# The Amazing World Of Gumball



## Askeroth (Apr 12, 2011)

[video=youtube;cVX35HcGQb8]http://www.youtube.com/watch?v=cVX35HcGQb8[/video]​
Cartoon Network's upcoming series has to be the single most *adorable* thing that I have ever seen.  I really like how they've mixed animation styles, and you don't see live-action backgrounds that often in television animation.  The only other one I can think of in recent memory is Sit Down, Shut Up.  I think I'm really going to enjoy this one.  It premieres May 2nd in the UK and May 9th in the US.


----------



## Larry (Apr 12, 2011)

Hmm, looks interesting. Looks like CN is in recovery mode. 

Why is it premiering in the UK first, though?

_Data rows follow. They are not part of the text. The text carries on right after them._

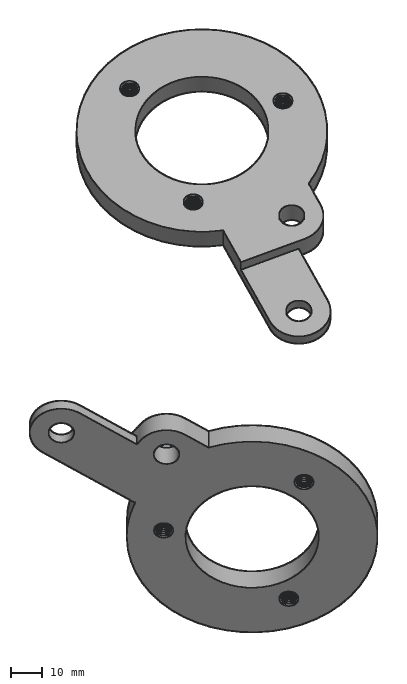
import cadquery as cq
import math

overall_length = 123.5
disc_diameter = 79.0
thickness = 8.0
bore_diameter = 42.0
pivot_hole_diameter = 8.0
tab_radius = 10.0
tab_thickness = 4.0
shoulder_x = 51.9
shoulder_top_y = 22.1

bolt_circle_radius = 28.0
bolt_count = 3
first_bolt_angle = 90.0
thread_minor_diameter = 5.0
thread_major_diameter = 6.0
thread_turns = 8

disc_radius = disc_diameter / 2
tab_center_x = overall_length - disc_radius - tab_radius
ear_center = (shoulder_x - tab_radius, shoulder_top_y - tab_radius)


def make_ear():
    """Full-thickness ear beside the disc, with one rounded corner."""
    ear_height = shoulder_top_y + tab_radius
    return (
        cq.Workplane("XY")
        .box(shoulder_x, ear_height, thickness, centered=False)
        .translate((0, -tab_radius, 0))
        .edges("|Z and >X and >Y")
        .fillet(tab_radius)
    )


def make_tab():
    """Thin round-ended tab flush with the bottom face."""
    return (
        cq.Workplane("XY")
        .moveTo(0, -tab_radius)
        .lineTo(tab_center_x, -tab_radius)
        .threePointArc((tab_center_x + tab_radius, 0), (tab_center_x, tab_radius))
        .lineTo(0, tab_radius)
        .close()
        .extrude(tab_thickness)
    )


def make_thread_cutter():
    """Tapped-hole cutter on the Z axis: stacked V rings, opening at the major diameter on both faces."""
    minor_radius = thread_minor_diameter / 2
    major_radius = thread_major_diameter / 2
    pitch = thickness / thread_turns

    profile = [(0, 0), (major_radius, 0)]
    for turn in range(thread_turns):
        profile.append((minor_radius, (turn + 0.5) * pitch))
        profile.append((major_radius, (turn + 1) * pitch))
    profile.append((0, thickness))
    return cq.Workplane("XZ").polyline(profile).close().revolve(360, (0, 0), (0, 1))


result = cq.Workplane("XY").circle(disc_radius).extrude(thickness)
result = result.union(make_ear()).union(make_tab())

bore = cq.Workplane("XY").circle(bore_diameter / 2).extrude(thickness)
pivot_holes = (
    cq.Workplane("XY")
    .pushPoints([ear_center, (tab_center_x, 0)])
    .circle(pivot_hole_diameter / 2)
    .extrude(thickness)
)
result = result.cut(bore).cut(pivot_holes)

thread_cutter = make_thread_cutter()
for index in range(bolt_count):
    angle = math.radians(first_bolt_angle + index * 360 / bolt_count)
    bolt_x = bolt_circle_radius * math.cos(angle)
    bolt_y = bolt_circle_radius * math.sin(angle)
    result = result.cut(thread_cutter.translate((bolt_x, bolt_y, 0)))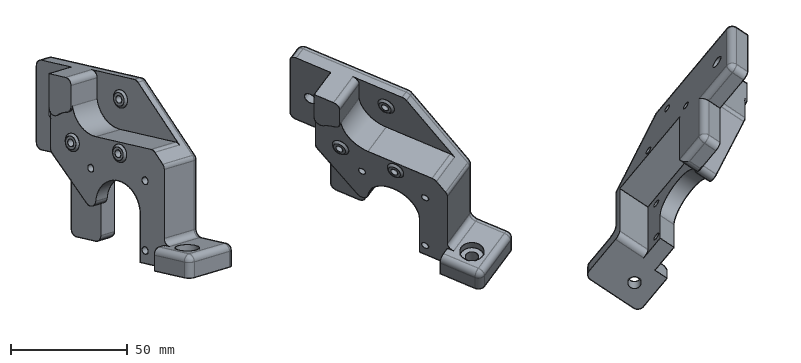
import cadquery as cq
import math

plate_depth = 9.0
motor_pocket_depth = 15.0
body_depth = 22.5
pad_depth = 23.5
foot_depth = 29.0
pulley_floor_depth = 6.5

total_length = 105
total_height = 75.0
edge_radius = 3.0
flange_width = 20
flange_bottom = 35.1
body_right = 84.8
slope_bottom = 45.0
foot_height = 10.1

motor_x = 58.4
motor_z = 21.3
motor_side = 43
motor_bolt_pitch = 31.0
arch_radius = 12.7
small_hole_diameter = 3.4

boss_pitch = 27.0
lower_boss_x = 32.3
lower_boss_z = 46.4
upper_boss_rise = 18.5
boss_base_diameter = 8.1
boss_top_diameter = 6.0
boss_height = pad_depth - body_depth
pulley_clearance = 13.5
pad_wall_offset = 13.3

undercut_z = 40.3
tip_z = 23.0

screw_diameter = 5.7
flange_hole_x = 10.0
flange_hole_z = 52.4
foot_hole_x = 94.9
foot_hole_depth = 19.0
counterbore_diameter = 10.4
counterbore_depth = 3.4

pocket_left = motor_x - motor_side / 2
pocket_right = motor_x + motor_side / 2
pocket_top = motor_z + motor_side / 2
arch_right = motor_x + arch_radius
slope_top_x = body_right - (total_height - slope_bottom)
upper_boss_x = lower_boss_x + boss_pitch / 2
upper_boss_z = lower_boss_z + upper_boss_rise
pad_right = upper_boss_x - pad_wall_offset
pulley_floor_z = upper_boss_z - pulley_clearance
slope_sum = body_right + slope_bottom
diagonal = math.sqrt(0.5)


def at_depth(depth):
    """XZ sketch plane lying the given depth in front of the back face."""
    return cq.Workplane("XZ", origin=(0, -depth, 0))


def cylinder(x, z, diameter, start, end):
    """Cylinder along Y between two depths."""
    return at_depth(start).center(x, z).circle(diameter / 2).extrude(end - start)


def round_edges_at(solid, points):
    """Round the edges parallel to Y that pass through the given XZ points."""
    margin = 0.1
    for x, z in points:
        box = cq.selectors.BoxSelector(
            (x - margin, -total_length, z - margin), (x + margin, total_length, z + margin)
        )
        solid = solid.edges("|Y").edges(box).fillet(edge_radius)
    return solid


def make_plate():
    """Back plate with its outer back edges rounded; the underside of the foot stays square."""
    corners = [
        (0, flange_bottom),
        (0, total_height),
        (slope_top_x, total_height),
        (body_right, slope_bottom),
        (body_right, foot_height),
        (total_length, foot_height),
        (total_length, 0),
        (flange_width, 0),
        (flange_width, flange_bottom),
    ]
    plate = at_depth(0).polyline(corners).close().extrude(plate_depth)
    plate = round_edges_at(plate, corners[:6] + [(flange_width, 0)])
    slot = at_depth(0).center(motor_x, motor_z / 2).rect(arch_radius, motor_z).extrude(plate_depth)
    plate = plate.cut(slot)

    def is_outer(edge):
        middle = edge.Center()
        on_slot = abs(middle.x - motor_x) < arch_radius and middle.z <= motor_z
        under_foot = middle.z < edge_radius / 2 and middle.x > motor_x
        return not on_slot and not under_foot

    back_edges = plate.faces(">Y").edges().filter(is_outer)
    return plate.newObject(back_edges.vals()).fillet(edge_radius)


def make_body():
    """Thick block in front of the plate, with the lower-left tip wrapped around the arch."""
    tip_reach = arch_radius + edge_radius
    tip_x = motor_x - math.sqrt(tip_reach**2 - (tip_z - motor_z) ** 2)
    to_tip = math.hypot(tip_x - flange_width, undercut_z - tip_z)
    dip = math.atan2(undercut_z - tip_z, tip_x - flange_width) + math.asin(edge_radius / to_tip)
    tangent_x = tip_x - edge_radius * math.sin(dip)
    tangent_z = tip_z - edge_radius * math.cos(dip)
    contact_x = tip_x + (motor_x - tip_x) * edge_radius / tip_reach
    contact_z = tip_z + (motor_z - tip_z) * edge_radius / tip_reach

    profile = (
        at_depth(plate_depth)
        .moveTo(flange_width, total_height)
        .lineTo(slope_top_x, total_height)
        .lineTo(body_right, slope_bottom)
        .lineTo(body_right, foot_height)
        .lineTo(total_length - edge_radius, foot_height)
        .lineTo(total_length - edge_radius, 0)
        .lineTo(arch_right, 0)
        .lineTo(arch_right, motor_z)
        .threePointArc((motor_x, motor_z + arch_radius), (contact_x, contact_z))
        .threePointArc((tip_x, tip_z - edge_radius), (tangent_x, tangent_z))
        .lineTo(flange_width, undercut_z)
        .close()
    )
    body = profile.extrude(body_depth - plate_depth)
    corners = [
        (slope_top_x, total_height),
        (body_right, slope_bottom),
        (body_right, foot_height),
        (flange_width, undercut_z),
    ]
    return round_edges_at(body, corners)


def make_pad():
    """Thin raised pad at the top left, relieved around the lower-left boss."""
    reach = pad_wall_offset + edge_radius
    left_x = flange_width + edge_radius
    left_z = lower_boss_z + math.sqrt(reach**2 - (left_x - lower_boss_x) ** 2)
    right_x = pad_right - edge_radius
    right_z = lower_boss_z + math.sqrt(reach**2 - (right_x - lower_boss_x) ** 2)
    share = edge_radius / reach
    left_contact = (left_x + (lower_boss_x - left_x) * share, left_z + (lower_boss_z - left_z) * share)
    right_contact = (right_x + (lower_boss_x - right_x) * share, right_z + (lower_boss_z - right_z) * share)
    relief_lean = math.radians(20)
    relief_middle = (
        lower_boss_x - pad_wall_offset * math.sin(relief_lean),
        lower_boss_z + pad_wall_offset * math.cos(relief_lean),
    )
    return (
        at_depth(body_depth)
        .moveTo(flange_width, total_height)
        .lineTo(flange_width, left_z)
        .threePointArc((left_x, left_z - edge_radius), left_contact)
        .threePointArc(relief_middle, right_contact)
        .threePointArc(
            (right_x + edge_radius * diagonal, right_z - edge_radius * diagonal), (pad_right, right_z)
        )
        .lineTo(pad_right, total_height)
        .close()
        .extrude(boss_height)
    )


def make_foot():
    """Front part of the mounting foot, rounded along its top, front and outer edges."""
    foot = cq.Workplane("XY").box(
        total_length - body_right, foot_depth - plate_depth, foot_height, centered=False
    )
    foot = foot.translate((body_right, -foot_depth, 0))
    top_and_front = foot.edges("(>Z and >X) or (>Z and <Y) or (>X and <Y)")
    return top_and_front.fillet(edge_radius)


def make_motor_pocket():
    """Square motor recess in the back, flared by the rounded corners at its open bottom."""
    bend = edge_radius * (1 - diagonal)
    return (
        at_depth(0)
        .moveTo(pocket_left - edge_radius, 0)
        .threePointArc((pocket_left - bend, bend), (pocket_left, edge_radius))
        .lineTo(pocket_left, pocket_top)
        .lineTo(pocket_right, pocket_top)
        .lineTo(pocket_right, edge_radius)
        .threePointArc((pocket_right + bend, bend), (pocket_right + edge_radius, 0))
        .close()
        .extrude(motor_pocket_depth)
    )


def make_pulley_pocket():
    """Open pocket around the upper boss; its rims at the top face and the slope are rounded."""
    bend = edge_radius * (1 - diagonal)
    wall_drop = math.sqrt(pulley_clearance**2 - pad_wall_offset**2)
    floor_end = slope_sum - pulley_floor_z
    half_bend = math.radians(45) / 2
    run = edge_radius * math.tan(half_bend)
    floor_round_start = floor_end - run
    return (
        at_depth(pulley_floor_depth)
        .moveTo(pad_right - edge_radius, total_height)
        .threePointArc((pad_right - bend, total_height - bend), (pad_right, total_height - edge_radius))
        .lineTo(pad_right, upper_boss_z - wall_drop)
        .threePointArc(
            (upper_boss_x - pulley_clearance * diagonal, upper_boss_z - pulley_clearance * diagonal),
            (upper_boss_x, pulley_floor_z),
        )
        .lineTo(floor_round_start, pulley_floor_z)
        .threePointArc(
            (
                floor_round_start + edge_radius * math.sin(half_bend),
                pulley_floor_z - edge_radius * (1 - math.cos(half_bend)),
            ),
            (floor_end + run * diagonal, pulley_floor_z - run * diagonal),
        )
        .lineTo(total_length, pulley_floor_z)
        .lineTo(total_length, total_height)
        .close()
        .extrude(pad_depth - pulley_floor_depth)
    )


def make_boss(x, z, base_depth):
    """Conical spacer standing on a face at the given depth."""
    base = at_depth(base_depth).center(x, z).circle(boss_base_diameter / 2)
    return base.workplane(offset=boss_height).circle(boss_top_diameter / 2).loft()


result = make_plate().union(make_body()).union(make_pad()).union(make_foot())
result = result.cut(make_motor_pocket()).cut(make_pulley_pocket())

bosses = [
    (lower_boss_x, lower_boss_z, body_depth),
    (lower_boss_x + boss_pitch, lower_boss_z, body_depth),
    (upper_boss_x, upper_boss_z, pulley_floor_depth),
]
for x, z, base_depth in bosses:
    result = result.union(make_boss(x, z, base_depth))
    result = result.cut(cylinder(x, z, small_hole_diameter, 0, pad_depth))

half_pitch = motor_bolt_pitch / 2
for side, level in [(-1, 1), (1, 1), (1, -1)]:
    hole = cylinder(
        motor_x + side * half_pitch, motor_z + level * half_pitch, small_hole_diameter, 0, body_depth
    )
    result = result.cut(hole)

result = result.cut(cylinder(flange_hole_x, flange_hole_z, screw_diameter, 0, plate_depth))
result = (
    result.copyWorkplane(cq.Workplane("XY", origin=(foot_hole_x, -foot_hole_depth, foot_height)))
    .cboreHole(screw_diameter, counterbore_diameter, counterbore_depth)
)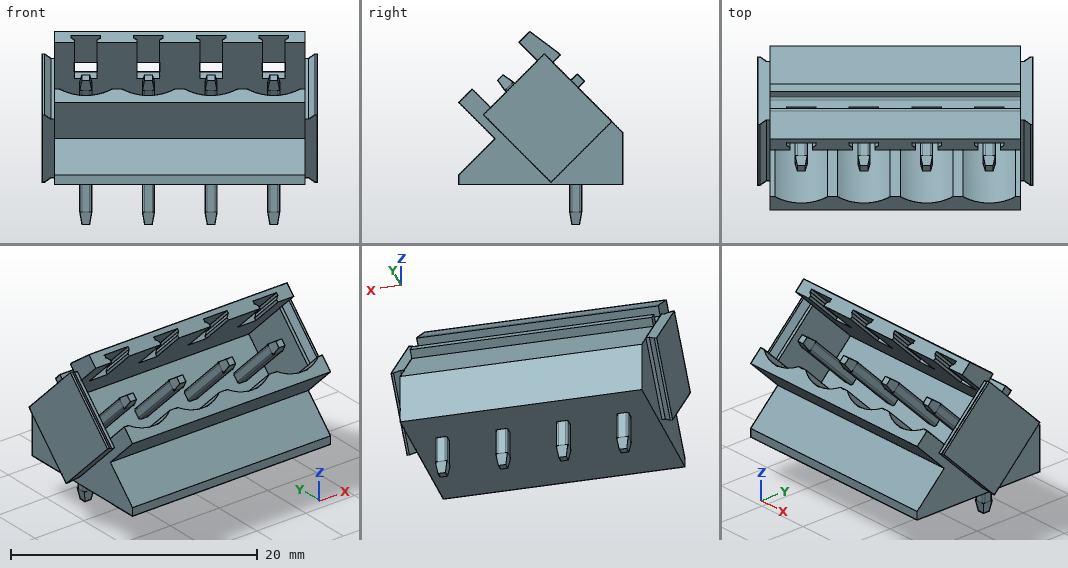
import cadquery as cq
import math

ROOT2 = math.sqrt(2)
U_DIR = cq.Vector(0, -1, 1) / ROOT2
V_DIR = cq.Vector(0, 1, 1) / ROOT2

pole_count = 4
body_width = 20.31
pitch = body_width / pole_count
pole_positions = [(i - (pole_count - 1) / 2) * pitch for i in range(pole_count)]

base_depth = 13.3
front_slope_u = 0.55

mouth_u = 4.7
floor_u = -3.7
lip_outer_v = 4.7
lip_inner_v = 6.25
wall_inner_v = 11.6
back_v = 12.39

hook_root_u = 1.6
hook_flat_end_u = 1.92
hook_height = 0.87
hook_mouth_height = 0.47

rail_bottom_u = -1.3
rail_top_u = -0.45
rail_height = 0.75
rail_fillet = 0.2

scallop_width = 4.26
scallop_depth = 0.74

slot_floor_u = 0.58
slot_width = 1.83
slot_wide_width = 2.39
slot_neck_depth = 0.25
slot_flare_depth = 0.54

overall_width = 22.32
plate_bottom_u = -5.15
plate_top_u = 2.6
plate_bottom_v = 5.42
plate_top_v = 12.4
plate_inset = 0.51
plate_neck_length = 0.3
plate_lip_thickness = 0.2

pin_width = 0.98
pin_edge_radius = 0.18
pin_tip_width = 0.62
pin_taper_length = 1.0
leg_y = 9.49
leg_bottom_z = -3.24
arm_v = 8.53
arm_tip_u = 3.75


def tilted(u, v):
    """(Y, Z) of a point given in the socket axes."""
    return ((v - u) / ROOT2, (v + u) / ROOT2)


def tilted_box(width, u_min, u_max, v_min, v_max):
    corners = [tilted(u_min, v_min), tilted(u_max, v_min), tilted(u_max, v_max), tilted(u_min, v_max)]
    return cq.Workplane("YZ").polyline(corners).close().extrude(width / 2, both=True)


def make_shell():
    outline = [
        (0, 0),
        (base_depth, 0),
        (base_depth, back_v * ROOT2 - base_depth),
        tilted(hook_root_u, back_v),
        tilted(hook_root_u, back_v + hook_height),
        tilted(hook_flat_end_u, back_v + hook_height),
        tilted(mouth_u, back_v + hook_mouth_height),
        tilted(mouth_u, lip_outer_v),
        tilted(front_slope_u, lip_outer_v),
        (0, front_slope_u * ROOT2),
    ]
    block = cq.Workplane("YZ").polyline(outline).close().extrude(body_width / 2, both=True)
    return block.cut(tilted_box(body_width, floor_u, mouth_u, lip_inner_v, wall_inner_v))


def make_rail():
    """Rail with a concave fillet where its upper side meets the back face."""
    rail_v = back_v + rail_height
    fillet_mid = rail_fillet * (1 - 1 / ROOT2)
    profile = (
        cq.Workplane("YZ")
        .moveTo(*tilted(rail_bottom_u, back_v))
        .lineTo(*tilted(rail_bottom_u, rail_v))
        .lineTo(*tilted(rail_top_u, rail_v))
        .lineTo(*tilted(rail_top_u, back_v + rail_fillet))
        .threePointArc(
            tilted(rail_top_u + fillet_mid, back_v + fillet_mid),
            tilted(rail_top_u + rail_fillet, back_v),
        )
        .close()
    )
    return profile.extrude(body_width / 2, both=True)


def mating_plane(x, u, v):
    """Plane facing along u, with X and v as its own axes."""
    return cq.Plane(origin=cq.Vector(x, 0, 0) + U_DIR * u + V_DIR * v, xDir=(1, 0, 0), normal=U_DIR)


def make_scallop(x):
    """Cylinder that hollows the inner face of the lower lip."""
    radius = (scallop_width**2 / 4 + scallop_depth**2) / (2 * scallop_depth)
    axis_v = lip_inner_v - scallop_depth + radius
    cylinder = cq.Workplane(mating_plane(x, floor_u, axis_v)).circle(radius).extrude(mouth_u - floor_u)
    return cylinder.intersect(tilted_box(body_width, floor_u, mouth_u, lip_outer_v, lip_inner_v))


def make_slot(x):
    """Slot through the back wall that flares out towards the back face."""
    right = [
        (slot_width / 2, 0),
        (slot_width / 2, slot_neck_depth),
        (slot_wide_width / 2, slot_flare_depth),
        (slot_wide_width / 2, back_v - wall_inner_v),
    ]
    left = [(-half_width, depth) for half_width, depth in reversed(right)]
    plane = mating_plane(x, slot_floor_u, wall_inner_v)
    return cq.Workplane(plane).polyline(right + left).close().extrude(mouth_u - slot_floor_u)


def make_end_plate(side):
    """Plate at one end (side = 1 or -1), flaring out from a neck to a lip along u."""
    inner_x = body_width / 2
    neck_x = inner_x + plate_neck_length
    lip_x = overall_width / 2 - plate_lip_thickness
    outer_x = overall_width / 2
    outline = [
        (inner_x, plate_bottom_u + plate_inset),
        (neck_x, plate_bottom_u + plate_inset),
        (lip_x, plate_bottom_u),
        (outer_x, plate_bottom_u),
        (outer_x, plate_top_u),
        (lip_x, plate_top_u),
        (neck_x, plate_top_u - plate_inset),
        (inner_x, plate_top_u - plate_inset),
    ]
    plane = cq.Plane(origin=V_DIR * plate_top_v, xDir=(1, 0, 0), normal=-V_DIR)
    points = [(side * x, u) for x, u in outline]
    return cq.Workplane(plane).polyline(points).close().extrude(plate_top_v - plate_bottom_v)


def make_tip(shank_end, direction):
    """Square tapered tip on the end of a shank."""
    plane = cq.Plane(origin=shank_end, xDir=(1, 0, 0), normal=direction)
    return (
        cq.Workplane(plane)
        .rect(pin_width, pin_width)
        .workplane(offset=pin_taper_length)
        .rect(pin_tip_width, pin_tip_width)
        .loft()
    )


def make_pin(x):
    """Bent pin: a vertical leg, then an arm along u, with rounded long edges."""
    leg_end = cq.Vector(x, leg_y, leg_bottom_z + pin_taper_length)
    bend = cq.Vector(x, leg_y, arm_v * ROOT2 - leg_y)
    arm_end = cq.Vector(x, 0, 0) + U_DIR * (arm_tip_u - pin_taper_length) + V_DIR * arm_v
    section = cq.Sketch().rect(pin_width, pin_width).vertices().fillet(pin_edge_radius)
    path = cq.Workplane("XY").polyline([leg_end, bend, arm_end])
    shank = cq.Workplane("XY", origin=leg_end.toTuple()).placeSketch(section).sweep(path, transition="right")
    leg_tip = make_tip(leg_end, cq.Vector(0, 0, -1))
    arm_tip = make_tip(arm_end, U_DIR)
    return shank.union(leg_tip).union(arm_tip)


def make_housing(pins):
    housing = make_shell().union(make_rail())
    for side in (-1, 1):
        housing = housing.union(make_end_plate(side))
    for x in pole_positions:
        housing = housing.cut(make_scallop(x)).cut(make_slot(x))
    for pin in pins:
        housing = housing.cut(pin)
    return housing


pins = [make_pin(x) for x in pole_positions]
housing = make_housing(pins)

result = cq.Compound.makeCompound([housing.val(), *[pin.val() for pin in pins]])

Oh wait, because it's European. 
http://en.wikipedia.org/wiki/The_Amazing_World_of_Gumball


----------



## ~secret~ (Apr 12, 2011)

This actually looks pretty good.


----------



## Askeroth (Apr 20, 2011)

[video=youtube;cnQrXiWGx5g]http://www.youtube.com/watch?v=cnQrXiWGx5g[/video]​
Here is a new clip.  I also found an interview with the creator of the series.


----------



## Cain (Apr 20, 2011)

When they were sitting down in the first clip, i thought the orange one's arms were his balls. 
But the best animated series, is, and will be, forever, is *HAPPY TREE FRIENDS MOTHERFUCKERS!*  <3


----------



## TwilightV (Apr 20, 2011)

That clip explains EXACTLY why I hate disc format! D:<

Hopefully, this show will last longer since it's being made in Europe. :3


----------



## Askeroth (Apr 20, 2011)

TwilightV said:


> Hopefully, this show will last longer since it's being made in Europe. :3


It's already been given a second season, and the first season hasn't even premiered yet.  I'd say that's a good sign.


----------



## TwilightV (May 3, 2011)

There's gonna be a preview for the show in about 20 mins..


----------



## Dr. Durr (May 7, 2011)

larry669 said:


> Hmm, looks interesting. Looks like CN is in recovery mode.
> 
> Why is it premiering in the UK first, though?
> 
> ...


 
Because I believe the European branch of CN made it.
The creator of the show used every character CN rejected before their pitches to CN were made.


----------



## Askeroth (May 24, 2011)

Well, last night's episode was certainly weird.  They had Gumball running around naked for a portion of it; his sister stared at his junk and nobody cared.  Darwin also drew a more anthro version of Gumball wearing a dress, after he mistook him for a girl and fell in love with him.


----------



## Dr. Durr (May 28, 2011)

Askeroth said:


> Censors are blind.


 
That was quite an odd episode.


----------